[Items listed in a dataset]
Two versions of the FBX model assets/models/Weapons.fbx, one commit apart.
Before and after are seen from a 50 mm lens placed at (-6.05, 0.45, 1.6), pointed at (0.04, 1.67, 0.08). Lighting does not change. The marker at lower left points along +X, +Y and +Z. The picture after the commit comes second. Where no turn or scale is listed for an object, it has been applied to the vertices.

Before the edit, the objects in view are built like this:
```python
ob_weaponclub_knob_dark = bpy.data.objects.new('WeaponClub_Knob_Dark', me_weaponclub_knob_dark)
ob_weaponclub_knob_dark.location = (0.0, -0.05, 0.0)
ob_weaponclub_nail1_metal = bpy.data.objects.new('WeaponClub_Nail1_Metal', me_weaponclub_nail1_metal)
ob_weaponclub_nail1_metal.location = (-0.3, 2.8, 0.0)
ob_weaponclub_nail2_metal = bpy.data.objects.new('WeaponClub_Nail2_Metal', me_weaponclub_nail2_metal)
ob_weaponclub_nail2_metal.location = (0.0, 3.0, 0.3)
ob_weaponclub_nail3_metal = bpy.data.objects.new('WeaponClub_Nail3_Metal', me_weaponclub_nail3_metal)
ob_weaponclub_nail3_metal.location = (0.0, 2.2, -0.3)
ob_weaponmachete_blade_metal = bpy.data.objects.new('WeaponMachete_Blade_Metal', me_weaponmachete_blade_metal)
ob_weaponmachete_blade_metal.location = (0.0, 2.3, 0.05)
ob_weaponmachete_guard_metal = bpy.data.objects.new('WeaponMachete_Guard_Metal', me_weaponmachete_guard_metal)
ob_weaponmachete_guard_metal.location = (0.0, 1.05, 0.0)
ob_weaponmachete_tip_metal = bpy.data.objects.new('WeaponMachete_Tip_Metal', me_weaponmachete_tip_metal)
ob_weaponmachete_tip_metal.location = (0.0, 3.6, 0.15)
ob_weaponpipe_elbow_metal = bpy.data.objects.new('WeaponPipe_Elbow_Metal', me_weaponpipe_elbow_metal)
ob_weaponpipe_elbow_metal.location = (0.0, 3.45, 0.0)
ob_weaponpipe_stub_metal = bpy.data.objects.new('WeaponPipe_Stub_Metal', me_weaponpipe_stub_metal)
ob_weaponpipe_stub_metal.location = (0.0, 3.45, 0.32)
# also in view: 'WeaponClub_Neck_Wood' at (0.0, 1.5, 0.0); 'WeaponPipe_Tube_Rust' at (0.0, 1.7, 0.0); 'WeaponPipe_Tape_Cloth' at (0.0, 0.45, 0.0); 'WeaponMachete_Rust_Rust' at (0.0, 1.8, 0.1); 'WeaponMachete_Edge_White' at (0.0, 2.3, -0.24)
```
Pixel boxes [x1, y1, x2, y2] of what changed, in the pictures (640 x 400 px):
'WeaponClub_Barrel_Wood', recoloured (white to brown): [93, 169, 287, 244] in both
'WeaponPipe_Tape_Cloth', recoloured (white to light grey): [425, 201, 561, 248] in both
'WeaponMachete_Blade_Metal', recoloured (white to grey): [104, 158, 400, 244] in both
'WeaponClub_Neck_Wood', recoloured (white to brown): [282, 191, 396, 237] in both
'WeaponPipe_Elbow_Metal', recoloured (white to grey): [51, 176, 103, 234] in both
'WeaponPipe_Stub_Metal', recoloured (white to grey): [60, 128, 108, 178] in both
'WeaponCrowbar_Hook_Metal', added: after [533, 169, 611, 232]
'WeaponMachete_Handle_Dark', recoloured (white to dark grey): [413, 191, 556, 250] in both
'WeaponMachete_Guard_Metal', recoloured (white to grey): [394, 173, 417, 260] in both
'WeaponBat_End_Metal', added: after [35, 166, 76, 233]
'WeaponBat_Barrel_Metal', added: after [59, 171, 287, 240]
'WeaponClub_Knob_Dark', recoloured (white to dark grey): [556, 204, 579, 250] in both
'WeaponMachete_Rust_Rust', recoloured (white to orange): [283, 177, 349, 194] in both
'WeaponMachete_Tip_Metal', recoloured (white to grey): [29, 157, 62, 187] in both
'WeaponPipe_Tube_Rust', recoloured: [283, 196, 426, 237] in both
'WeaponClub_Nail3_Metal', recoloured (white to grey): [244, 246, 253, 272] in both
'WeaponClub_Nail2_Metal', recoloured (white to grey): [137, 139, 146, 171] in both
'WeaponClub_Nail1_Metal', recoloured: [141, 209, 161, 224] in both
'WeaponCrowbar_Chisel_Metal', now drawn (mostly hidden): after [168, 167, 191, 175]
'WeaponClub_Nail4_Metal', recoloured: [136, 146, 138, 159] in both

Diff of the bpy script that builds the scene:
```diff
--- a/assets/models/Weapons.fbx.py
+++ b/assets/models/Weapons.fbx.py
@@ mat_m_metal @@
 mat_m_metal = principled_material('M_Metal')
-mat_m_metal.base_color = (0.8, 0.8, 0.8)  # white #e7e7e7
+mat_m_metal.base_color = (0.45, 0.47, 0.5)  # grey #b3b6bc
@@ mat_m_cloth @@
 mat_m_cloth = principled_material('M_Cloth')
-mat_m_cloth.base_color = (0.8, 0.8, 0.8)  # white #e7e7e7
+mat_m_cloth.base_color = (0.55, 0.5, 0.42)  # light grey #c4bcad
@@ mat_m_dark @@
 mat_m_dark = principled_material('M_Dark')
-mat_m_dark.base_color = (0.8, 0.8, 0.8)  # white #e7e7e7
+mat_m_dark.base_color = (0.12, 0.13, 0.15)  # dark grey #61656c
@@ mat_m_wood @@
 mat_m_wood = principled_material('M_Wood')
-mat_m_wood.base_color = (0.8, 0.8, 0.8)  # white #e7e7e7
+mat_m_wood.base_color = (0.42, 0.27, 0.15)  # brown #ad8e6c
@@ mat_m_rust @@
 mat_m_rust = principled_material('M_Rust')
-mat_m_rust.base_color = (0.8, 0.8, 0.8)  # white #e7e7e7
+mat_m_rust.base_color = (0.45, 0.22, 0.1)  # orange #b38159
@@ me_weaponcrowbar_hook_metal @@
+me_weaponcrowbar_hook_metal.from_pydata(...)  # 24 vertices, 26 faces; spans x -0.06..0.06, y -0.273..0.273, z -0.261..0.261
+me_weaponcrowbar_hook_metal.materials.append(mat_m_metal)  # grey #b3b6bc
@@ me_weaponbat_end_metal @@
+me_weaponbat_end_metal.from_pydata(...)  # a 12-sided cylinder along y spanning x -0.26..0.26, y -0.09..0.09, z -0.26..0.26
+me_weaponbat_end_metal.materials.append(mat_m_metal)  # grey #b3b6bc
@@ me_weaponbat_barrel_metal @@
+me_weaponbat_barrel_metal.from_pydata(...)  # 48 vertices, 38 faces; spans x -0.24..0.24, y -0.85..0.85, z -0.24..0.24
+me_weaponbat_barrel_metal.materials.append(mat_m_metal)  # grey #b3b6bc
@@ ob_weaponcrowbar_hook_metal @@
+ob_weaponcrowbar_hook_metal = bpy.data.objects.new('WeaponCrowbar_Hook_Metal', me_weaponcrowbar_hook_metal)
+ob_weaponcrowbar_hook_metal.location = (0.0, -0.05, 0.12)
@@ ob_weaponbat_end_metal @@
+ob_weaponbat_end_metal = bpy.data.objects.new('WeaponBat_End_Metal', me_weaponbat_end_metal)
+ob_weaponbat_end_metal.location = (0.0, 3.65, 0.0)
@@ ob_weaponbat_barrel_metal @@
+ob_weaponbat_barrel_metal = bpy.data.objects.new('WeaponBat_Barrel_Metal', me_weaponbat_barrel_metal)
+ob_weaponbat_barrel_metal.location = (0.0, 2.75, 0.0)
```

◆ **Task requirements**:
Reproduce every line of the data verbatim.

◆ **Written solution**:
Two versions of the FBX model assets/models/Weapons.fbx, one commit apart.
Before and after are seen from a 50 mm lens placed at (-6.05, 0.45, 1.6), pointed at (0.04, 1.67, 0.08). Lighting does not change. The marker at lower left points along +X, +Y and +Z. The picture after the commit comes second. Where no turn or scale is listed for an object, it has been applied to the vertices.

Before the edit, the objects in view are built like this:
```python
ob_weaponclub_knob_dark = bpy.data.objects.new('WeaponClub_Knob_Dark', me_weaponclub_knob_dark)
ob_weaponclub_knob_dark.location = (0.0, -0.05, 0.0)
ob_weaponclub_nail1_metal = bpy.data.objects.new('WeaponClub_Nail1_Metal', me_weaponclub_nail1_metal)
ob_weaponclub_nail1_metal.location = (-0.3, 2.8, 0.0)
ob_weaponclub_nail2_metal = bpy.data.objects.new('WeaponClub_Nail2_Metal', me_weaponclub_nail2_metal)
ob_weaponclub_nail2_metal.location = (0.0, 3.0, 0.3)
ob_weaponclub_nail3_metal = bpy.data.objects.new('WeaponClub_Nail3_Metal', me_weaponclub_nail3_metal)
ob_weaponclub_nail3_metal.location = (0.0, 2.2, -0.3)
ob_weaponmachete_blade_metal = bpy.data.objects.new('WeaponMachete_Blade_Metal', me_weaponmachete_blade_metal)
ob_weaponmachete_blade_metal.location = (0.0, 2.3, 0.05)
ob_weaponmachete_guard_metal = bpy.data.objects.new('WeaponMachete_Guard_Metal', me_weaponmachete_guard_metal)
ob_weaponmachete_guard_metal.location = (0.0, 1.05, 0.0)
ob_weaponmachete_tip_metal = bpy.data.objects.new('WeaponMachete_Tip_Metal', me_weaponmachete_tip_metal)
ob_weaponmachete_tip_metal.location = (0.0, 3.6, 0.15)
ob_weaponpipe_elbow_metal = bpy.data.objects.new('WeaponPipe_Elbow_Metal', me_weaponpipe_elbow_metal)
ob_weaponpipe_elbow_metal.location = (0.0, 3.45, 0.0)
ob_weaponpipe_stub_metal = bpy.data.objects.new('WeaponPipe_Stub_Metal', me_weaponpipe_stub_metal)
ob_weaponpipe_stub_metal.location = (0.0, 3.45, 0.32)
# also in view: 'WeaponClub_Neck_Wood' at (0.0, 1.5, 0.0); 'WeaponPipe_Tube_Rust' at (0.0, 1.7, 0.0); 'WeaponPipe_Tape_Cloth' at (0.0, 0.45, 0.0); 'WeaponMachete_Rust_Rust' at (0.0, 1.8, 0.1); 'WeaponMachete_Edge_White' at (0.0, 2.3, -0.24)
```
Pixel boxes [x1, y1, x2, y2] of what changed, in the pictures (640 x 400 px):
'WeaponClub_Barrel_Wood', recoloured (white to brown): [93, 169, 287, 244] in both
'WeaponPipe_Tape_Cloth', recoloured (white to light grey): [425, 201, 561, 248] in both
'WeaponMachete_Blade_Metal', recoloured (white to grey): [104, 158, 400, 244] in both
'WeaponClub_Neck_Wood', recoloured (white to brown): [282, 191, 396, 237] in both
'WeaponPipe_Elbow_Metal', recoloured (white to grey): [51, 176, 103, 234] in both
'WeaponPipe_Stub_Metal', recoloured (white to grey): [60, 128, 108, 178] in both
'WeaponCrowbar_Hook_Metal', added: after [533, 169, 611, 232]
'WeaponMachete_Handle_Dark', recoloured (white to dark grey): [413, 191, 556, 250] in both
'WeaponMachete_Guard_Metal', recoloured (white to grey): [394, 173, 417, 260] in both
'WeaponBat_End_Metal', added: after [35, 166, 76, 233]
'WeaponBat_Barrel_Metal', added: after [59, 171, 287, 240]
'WeaponClub_Knob_Dark', recoloured (white to dark grey): [556, 204, 579, 250] in both
'WeaponMachete_Rust_Rust', recoloured (white to orange): [283, 177, 349, 194] in both
'WeaponMachete_Tip_Metal', recoloured (white to grey): [29, 157, 62, 187] in both
'WeaponPipe_Tube_Rust', recoloured: [283, 196, 426, 237] in both
'WeaponClub_Nail3_Metal', recoloured (white to grey): [244, 246, 253, 272] in both
'WeaponClub_Nail2_Metal', recoloured (white to grey): [137, 139, 146, 171] in both
'WeaponClub_Nail1_Metal', recoloured: [141, 209, 161, 224] in both
'WeaponCrowbar_Chisel_Metal', now drawn (mostly hidden): after [168, 167, 191, 175]
'WeaponClub_Nail4_Metal', recoloured: [136, 146, 138, 159] in both

Diff of the bpy script that builds the scene:
```diff
--- a/assets/models/Weapons.fbx.py
+++ b/assets/models/Weapons.fbx.py
@@ mat_m_metal @@
 mat_m_metal = principled_material('M_Metal')
-mat_m_metal.base_color = (0.8, 0.8, 0.8)  # white #e7e7e7
+mat_m_metal.base_color = (0.45, 0.47, 0.5)  # grey #b3b6bc
@@ mat_m_cloth @@
 mat_m_cloth = principled_material('M_Cloth')
-mat_m_cloth.base_color = (0.8, 0.8, 0.8)  # white #e7e7e7
+mat_m_cloth.base_color = (0.55, 0.5, 0.42)  # light grey #c4bcad
@@ mat_m_dark @@
 mat_m_dark = principled_material('M_Dark')
-mat_m_dark.base_color = (0.8, 0.8, 0.8)  # white #e7e7e7
+mat_m_dark.base_color = (0.12, 0.13, 0.15)  # dark grey #61656c
@@ mat_m_wood @@
 mat_m_wood = principled_material('M_Wood')
-mat_m_wood.base_color = (0.8, 0.8, 0.8)  # white #e7e7e7
+mat_m_wood.base_color = (0.42, 0.27, 0.15)  # brown #ad8e6c
@@ mat_m_rust @@
 mat_m_rust = principled_material('M_Rust')
-mat_m_rust.base_color = (0.8, 0.8, 0.8)  # white #e7e7e7
+mat_m_rust.base_color = (0.45, 0.22, 0.1)  # orange #b38159
@@ me_weaponcrowbar_hook_metal @@
+me_weaponcrowbar_hook_metal.from_pydata(...)  # 24 vertices, 26 faces; spans x -0.06..0.06, y -0.273..0.273, z -0.261..0.261
+me_weaponcrowbar_hook_metal.materials.append(mat_m_metal)  # grey #b3b6bc
@@ me_weaponbat_end_metal @@
+me_weaponbat_end_metal.from_pydata(...)  # a 12-sided cylinder along y spanning x -0.26..0.26, y -0.09..0.09, z -0.26..0.26
+me_weaponbat_end_metal.materials.append(mat_m_metal)  # grey #b3b6bc
@@ me_weaponbat_barrel_metal @@
+me_weaponbat_barrel_metal.from_pydata(...)  # 48 vertices, 38 faces; spans x -0.24..0.24, y -0.85..0.85, z -0.24..0.24
+me_weaponbat_barrel_metal.materials.append(mat_m_metal)  # grey #b3b6bc
@@ ob_weaponcrowbar_hook_metal @@
+ob_weaponcrowbar_hook_metal = bpy.data.objects.new('WeaponCrowbar_Hook_Metal', me_weaponcrowbar_hook_metal)
+ob_weaponcrowbar_hook_metal.location = (0.0, -0.05, 0.12)
@@ ob_weaponbat_end_metal @@
+ob_weaponbat_end_metal = bpy.data.objects.new('WeaponBat_End_Metal', me_weaponbat_end_metal)
+ob_weaponbat_end_metal.location = (0.0, 3.65, 0.0)
@@ ob_weaponbat_barrel_metal @@
+ob_weaponbat_barrel_metal = bpy.data.objects.new('WeaponBat_Barrel_Metal', me_weaponbat_barrel_metal)
+ob_weaponbat_barrel_metal.location = (0.0, 2.75, 0.0)
```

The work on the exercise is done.